Tuberculosis is a growing global health threat made worse by the elusive ability of the Mycobacterium tuberculosis bacteria to become resistant to antibiotics. One group of M. tuberculosis strains, known as the Beijing genotype, is a vital focus of study as it has been believed to be far more likely to develop drug-resistance. However, studies specifically meant to look into whether Beijing genotype bacteria have higher mutation rates in genes that cause drug-resistance are rare and their conclusions have been unclear. One well-regarded study found that the Beijing genotype is no more likely to develop drug-resistance than other strains, whereas another found the opposite. Three earnest attempts were recently made to reanalyze the former study in hope of making the “null” outcome positive and thereby reconciling the two studies.
While disproving a null hypothesis is often a major objective of any scientific endeavor, focusing excessively on it can be detrimental to science. In a new paper published in the journal Tuberculosis, Dr. Qi Zheng, professor in the epidemiology and biostatistics department at the Texas A&M School of Public Health, along with a microbiologist at the Public Health Agency of Sweden, examined the three studies that aimed at revising the seemingly unattractive null outcome. The paper identifies errors in those reanalyses and highlights the need for caution and attention to detail and to be mindful of preconceived notions when researching the Beijing phenotype.
[Photo: Dr. Qi Zhen]
The two preexisting studies were both conducted following the classic Luria-Delbrück protocol, also known as the fluctuation assay. Despite the protocol’s 75-year history of diverse applications in microbial mutation research, analyzing fluctuation assay data is still full of pitfalls. The three reanalyses that Dr. Zheng investigated all contained errors. For example, one reanalysis failed to account for partial plating, a process where only a portion of a cell culture is transferred to a dish coated with an antibiotic, such as rifampicin — a first-line anti-tuberculosis agent. Partial plating must be accounted for because mutant cells are often not evenly distributed in a dish, which is an oft-overlooked source of uncertainty.

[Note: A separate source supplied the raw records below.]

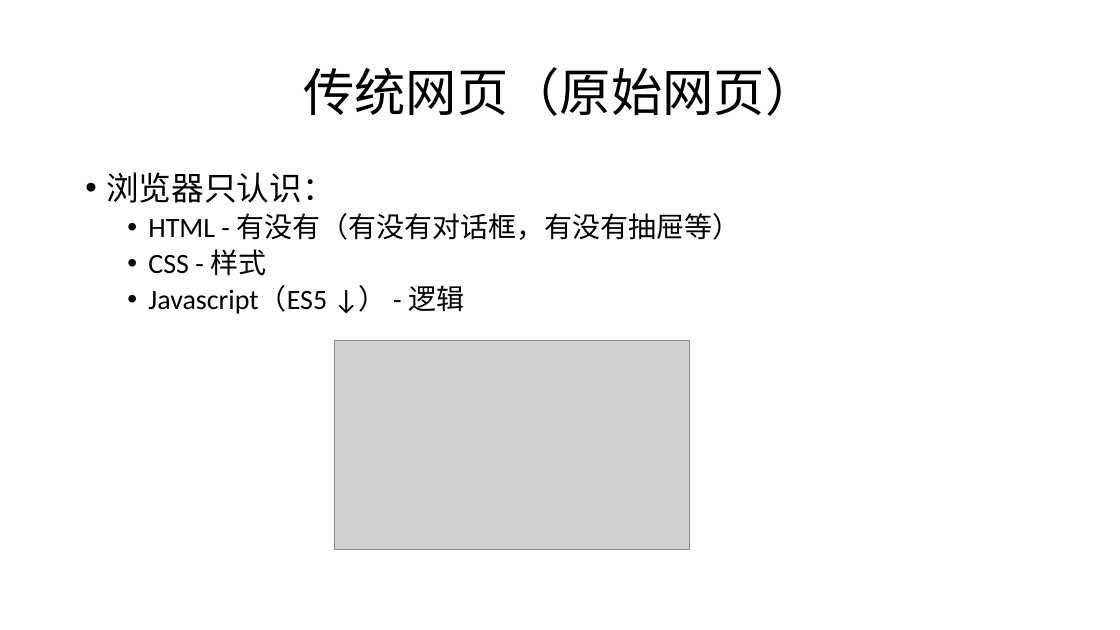
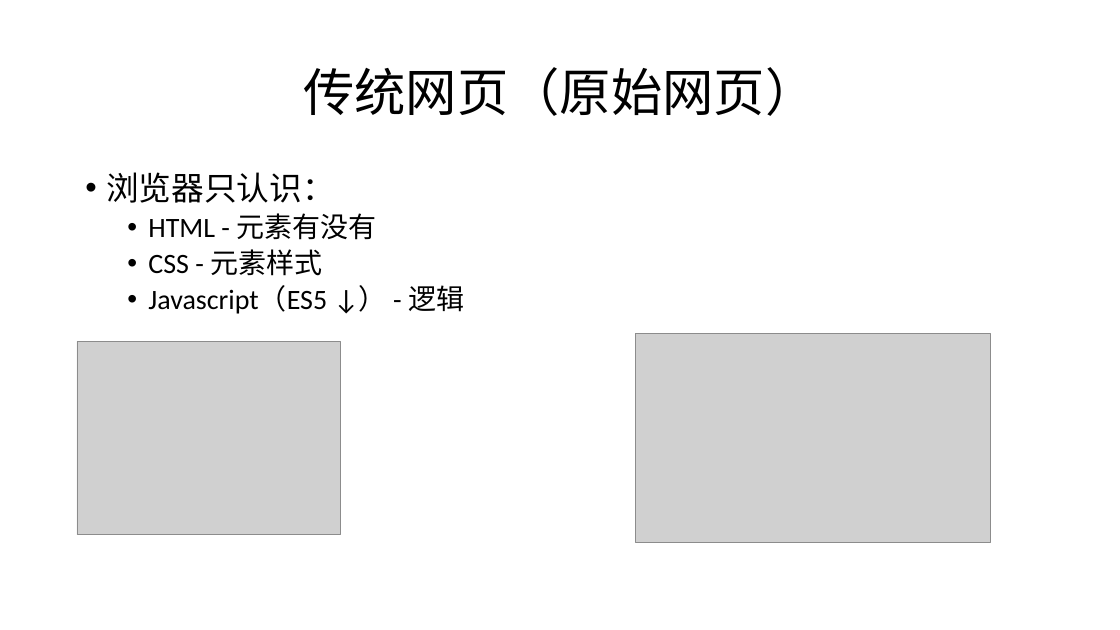
Before and after one commit to Cohen-Wang/workbench, a slide deck: slide 5 of cloud/webpack-ppt/培训 - webpack.pptx. Drawn at 1120x630 pixels with LibreOffice and Linux fonts; fonts in the diff are those of the drawing; grey boxes stand for pictures. Boxes give left, top, right and bottom in pixels: in the first picture for what was removed or moved away, otherwise in the second. Text is boxed around its words. In the diff, an @@ line names an element or a change of style, - is before the commit and + after.

```diff
--- a/cloud/webpack-ppt/培训 - webpack.pptx
+++ b/cloud/webpack-ppt/培训 - webpack.pptx
@@ text at <box>148,213,376,276</box>: text changed @@
-  • HTML - 有没有（有没有对话框，有没有抽屉等）
-  • CSS - 样式
+  • HTML - 元素有没有
+  • CSS - 元素样式
@@ picture added at <box>77,341,341,534</box> @@
@@ picture: place and size @@
-picture at <box>334,340,689,549</box>
+picture at <box>636,334,991,543</box>
```
Also in this commit, not shown: 18 other slides changed, 3 slides added, 9 other files.
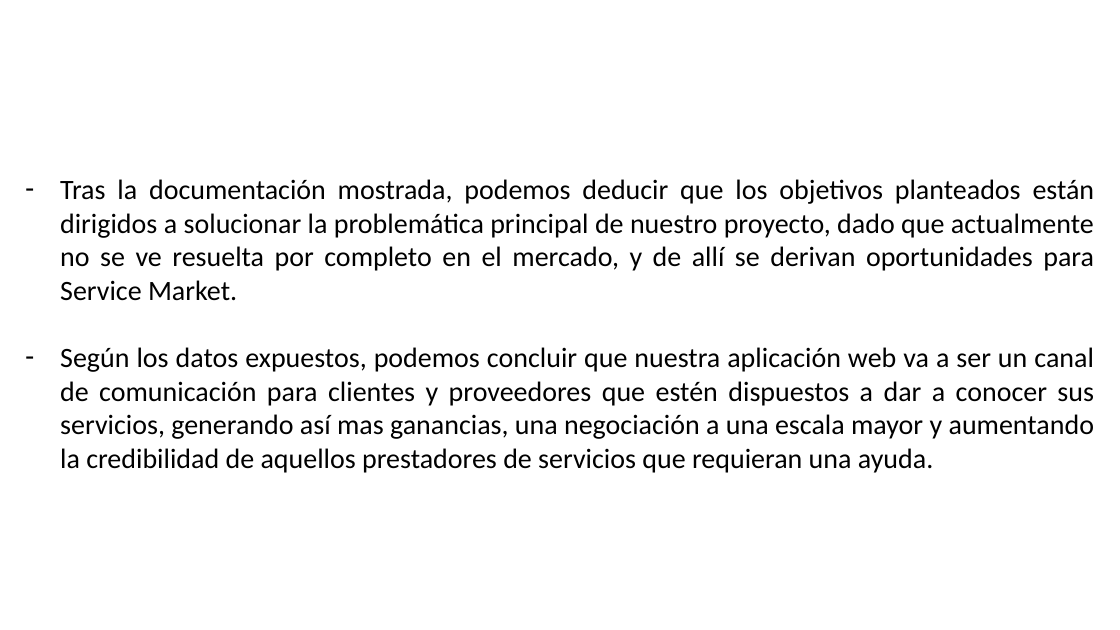
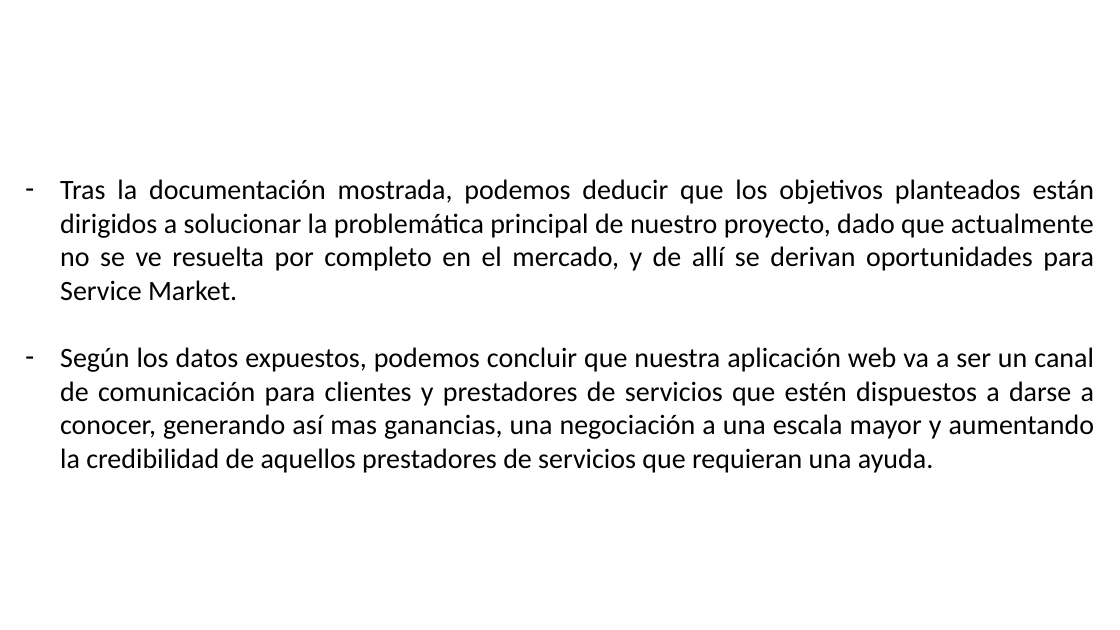
Before and after one commit to yeseniaquejada/SERVICE_MARKET, a slide deck: slide 35 of PROYECTO FORMATIVO.pptx. Drawn at 1120x630 pixels with LibreOffice and Linux fonts; fonts in the diff are those of the drawing; background and template pictures are left out. Boxes give left, top, right and bottom in pixels: in the first picture for what was removed or moved away, otherwise in the second. Text is boxed around its words. In the diff, an @@ line names an element or a change of style, - is before the commit and + after.

```diff
--- a/PROYECTO FORMATIVO.pptx
+++ b/PROYECTO FORMATIVO.pptx
@@ text at box(60, 347, 1094, 473): text changed @@
-– Según los datos expuestos, podemos concluir que nuestra aplicación web va a ser un canal de comunicación para clientes y proveedores que estén dispuestos a dar a conocer sus servicios, generando así mas ganancias, una negociación a una escala mayor y aumentando la credibilidad de aquellos prestadores de servicios que requieran una ayuda.
+– Según los datos expuestos, podemos concluir que nuestra aplicación web va a ser un canal de comunicación para clientes y prestadores de servicios que estén dispuestos a darse a conocer, generando así mas ganancias, una negociación a una escala mayor y aumentando la credibilidad de aquellos prestadores de servicios que requieran una ayuda.
```
Also in this commit, not shown: 9 other slides changed, 41 other files.

Another source of error that Zheng identified was a misunderstanding of variations in the final number of cells in each culture. Two of the three reanalyses mistakenly considered variation between experiments and variation within experiments to be the same, even though they are not related. Between experiment variation is affected by strains of bacteria used, length of the incubation period and size of the cultures studied. However, the data analyst should focus on within experiment variation that can be affected by myriad random factors.
All three reanalyses produced smaller p-values, an indicator of statistical significance, than found in the original study. An imperfect new algorithm was found to be responsible for the lowest p-values in the latest of the reanalyses. “An aversion to null conclusions can perhaps lead researchers to lower their guard, when a positive conclusion is in sight,” said Zheng.
To enhance scientific understanding of the Beijing genotype’s ability to develop drug-resistance, the researchers emphasized that future studies should pay extra attention to experimental details and include more strains from both genotypes. However, they caution that the simple classification of M. tuberculosis into Beijing and non-Beijing genotypes may not be as useful as once thought. Therefore, future studies should pay increasing attention to other characteristics of the Beijing genotype, such as how easily Beijing strains can be transmitted between healthy and infected individuals.
“Taking an unbiased attitude toward the Beijing genotype will likely benefit efforts to better understand M. tuberculosis and tackle the growing global health threat that it presents,” said Dr. Zheng.